The Jews, as well as all the different people of Syria, were divided into many different congregations, as we have already seen. All were aimed at a mystical perfection. A ray of purer light shone upon the disciples of St. John, who still subsist near Mosul. At last, the Son of God, announced by St. John, appeared on earth, whose disciples were always on a perfect equality. Jesus had expressly enjoined them, "There shall not be any of you either first or last… I came to serve, not to be served. He who strives to be master over others shall be their servant."

One proof of equality is that the Christians at first took no other designation than that of "brethren." They assembled in expectation of the spirit. They prophesied when they were inspired. St. Paul, in his first letter to the Corinthians, says to them, "If, in your assembly, any one of you have the gift of a psalm, a doctrine, a revelation, a language, an interpretation, let all be done for edification. If any speak languages, as two or three may do in succession, let there be an interpreter.

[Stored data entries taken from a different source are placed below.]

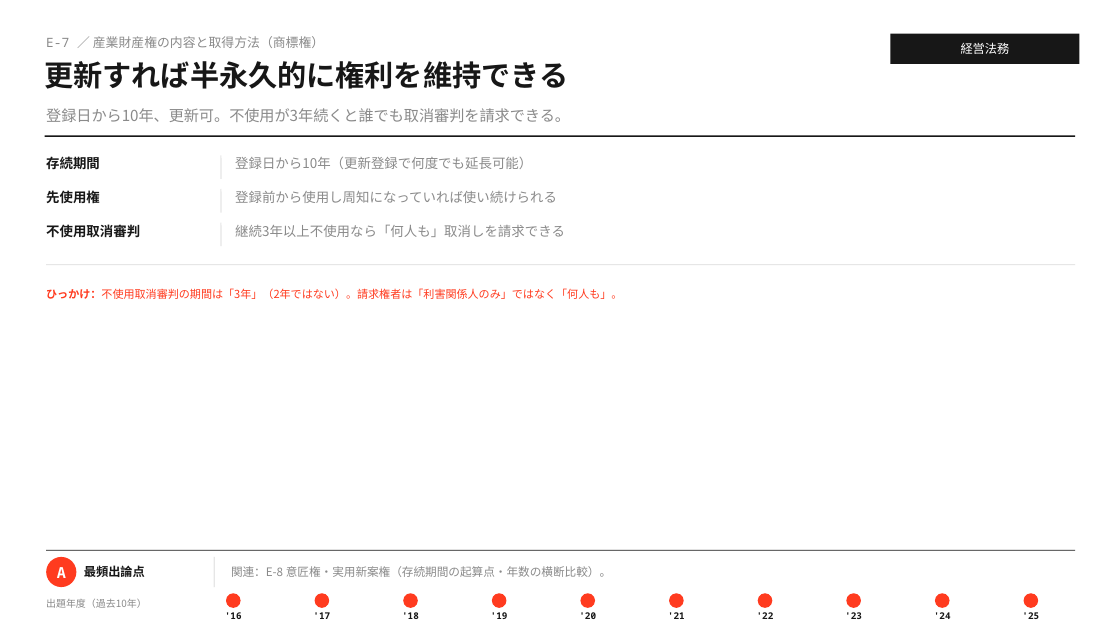
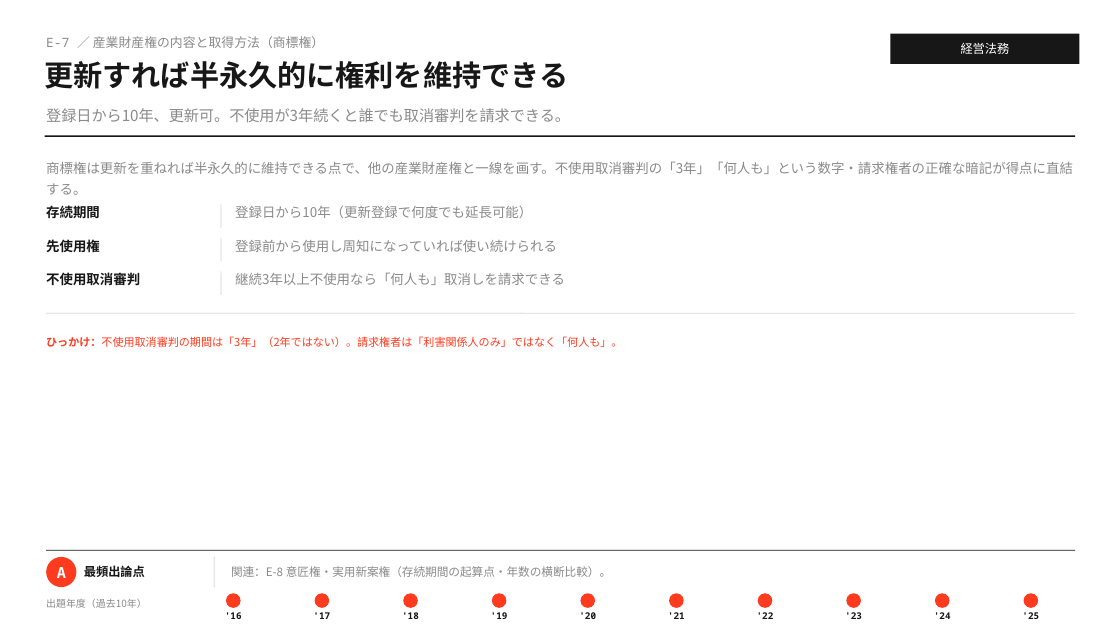
Before and after one commit to MasatoshiSano/SMEC, a slide deck: slide 13 of slides/1st_stage/E_business_law.pptx. Drawn at 1120x630 pixels with LibreOffice and Linux fonts; fonts in the diff are those of the drawing. Boxes give left, top, right and bottom in pixels: in the first picture for what was removed or moved away, otherwise in the second. Text is boxed around its words. In the diff, an @@ line names an element or a change of style, - is before the commit and + after.

```diff
--- a/slides/1st_stage/E_business_law.pptx
+++ b/slides/1st_stage/E_business_law.pptx
@@ text added at [46,161,1073,195], 11.5 pt, text #8A8A8A @@
+商標権は更新を重ねれば半永久的に維持できる点で、他の産業財産権と一線を画す。不使用取消審判の「3年」「何人も」という数字・請求権者の正確な暗記が得点に直結する。
@@ line moved from (221, 189) - (221, 213) to (221, 204) - (221, 228) @@
@@ line moved from (221, 223) - (221, 246) to (221, 238) - (221, 261) @@
@@ line moved from (221, 155) - (221, 179) to (221, 271) - (221, 295) @@
@@ 7 texts, 1 line: place and size @@
-7 texts, 1 line at [46,154,1075,299]
+7 texts, 1 line at [46,203,1075,347]
```
Also in this commit, not shown: 26 other slides changed, 2 other files.
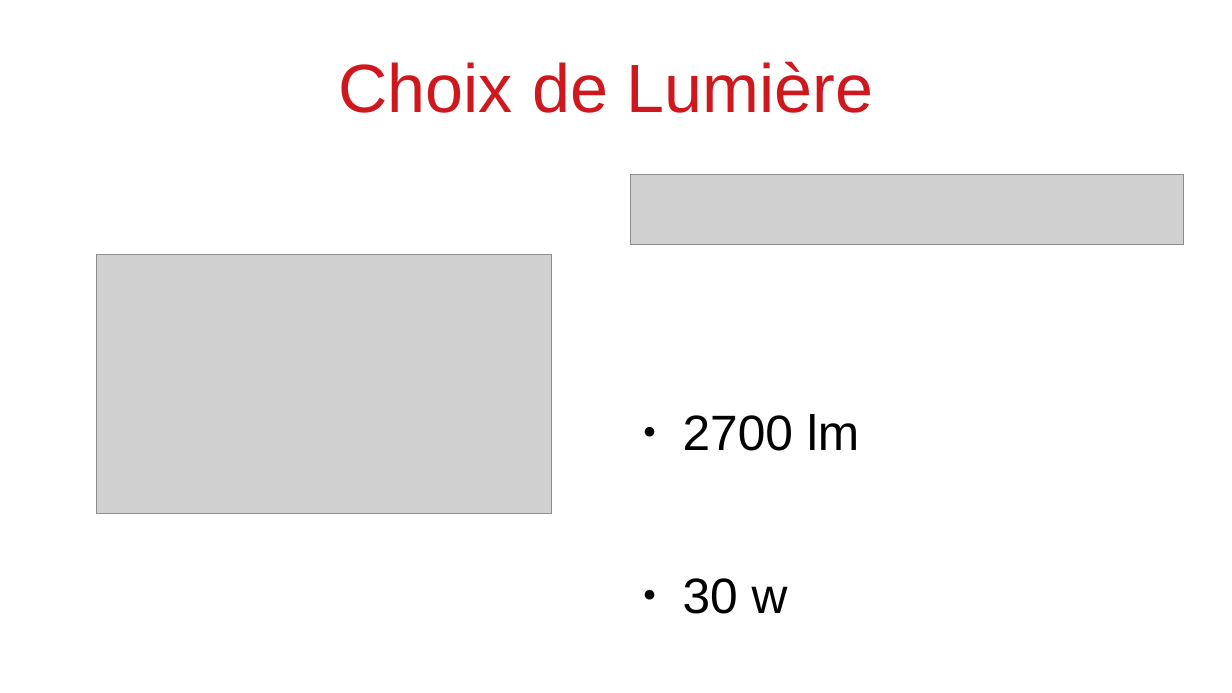
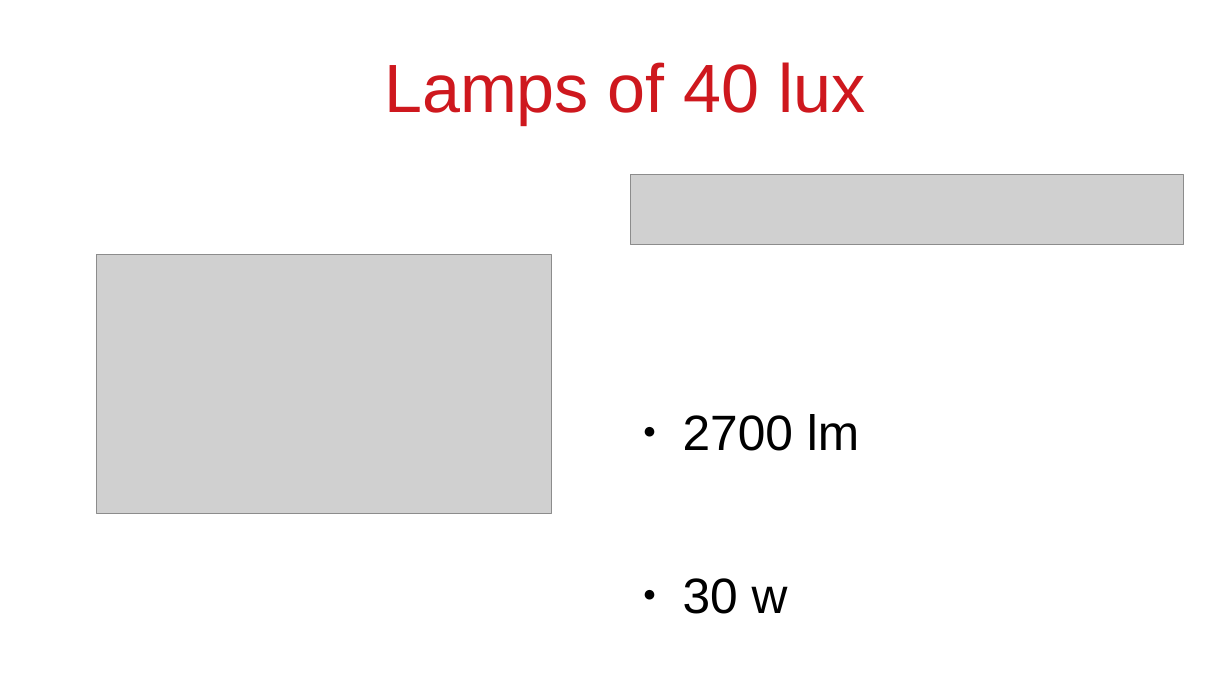
Before and after one commit to lesliesam96/Projet-STI2D, a slide deck: slide 2 of Alex/Project English.odp. Drawn at 1232x693 pixels with LibreOffice and Linux fonts; fonts in the diff are those of the drawing; grey boxes stand for pictures. Boxes give left, top, right and bottom in pixels: in the first picture for what was removed or moved away, otherwise in the second. Text is boxed around its words. In the diff, an @@ line names an element or a change of style, - is before the commit and + after.

```diff
--- a/Alex/Project English.odp
+++ b/Alex/Project English.odp
@@ title at (x1=384, y1=62, x2=866, y2=125): text changed @@
-Choix de Lumière
+Lamps of 40 lux
```
Also in this commit, not shown: 4 other slides changed.

"Let two or three prophets speak, and the others judge; and if anything be revealed to another while one is speaking, let the latter be silent; for you may all prophesy one by one, that all may learn and all exhort; the spirit of prophecy is subject to the prophets; for the Lord is a God of peace… Thus, then, my brethren, be all of you desirous of prophesying, and hinder not the speaking of languages."

I have translated literally, both out of reverence for the text, and to avoid any disputes about words. St. Paul, in the same epistle, admits that women may prophesy; although, in the fourteenth chapter, he forbids their speaking in the assemblies. "Every woman," says he, "praying or prophesying without having a veil over her head, dishonoreth her head, for it is the same as if she were shaven."

It is clear, from all these passages and from many others, that the first Christians were all equal, not merely as brethren in Jesus Christ, but as having equal gifts. The spirit was communicated to them equally. They equally spoke different languages; they had equally the gift of prophesying, without distinction of rank, age, or sex.

The apostles who instructed the neophytes possessed over them, unquestionably, that natural pre-eminence which the preceptor has over the pupil; but of jurisdiction, of temporal authority, of what the world calls "honors," of distinction in dress, of emblems of superiority, assuredly neither they, nor those who succeeded them, had any. They possessed another, and a very different superiority, that of persuasion.

The brethren put their money into one common stock. Seven persons were chosen by themselves out of their own body, to take charge of the tables, and to provide for the common wants. They chose, in Jerusalem itself, those whom we call Stephen, Philip, Procorus, Nicanor, Timon, Parmenas, and Nicholas. It is remarkable that, among seven persons chosen by a Jewish community, six were Greeks.

After the time of the apostles we find no example of any Christian who possessed any other power over other Christians than that of instructing, exhorting, expelling demons from the bodies of "energumens," and performing miracles. All is spiritual; nothing savors of worldly pomp. It was only in the third century that the spirit of pride, vanity, and interest, began to be manifested among the believers on every side.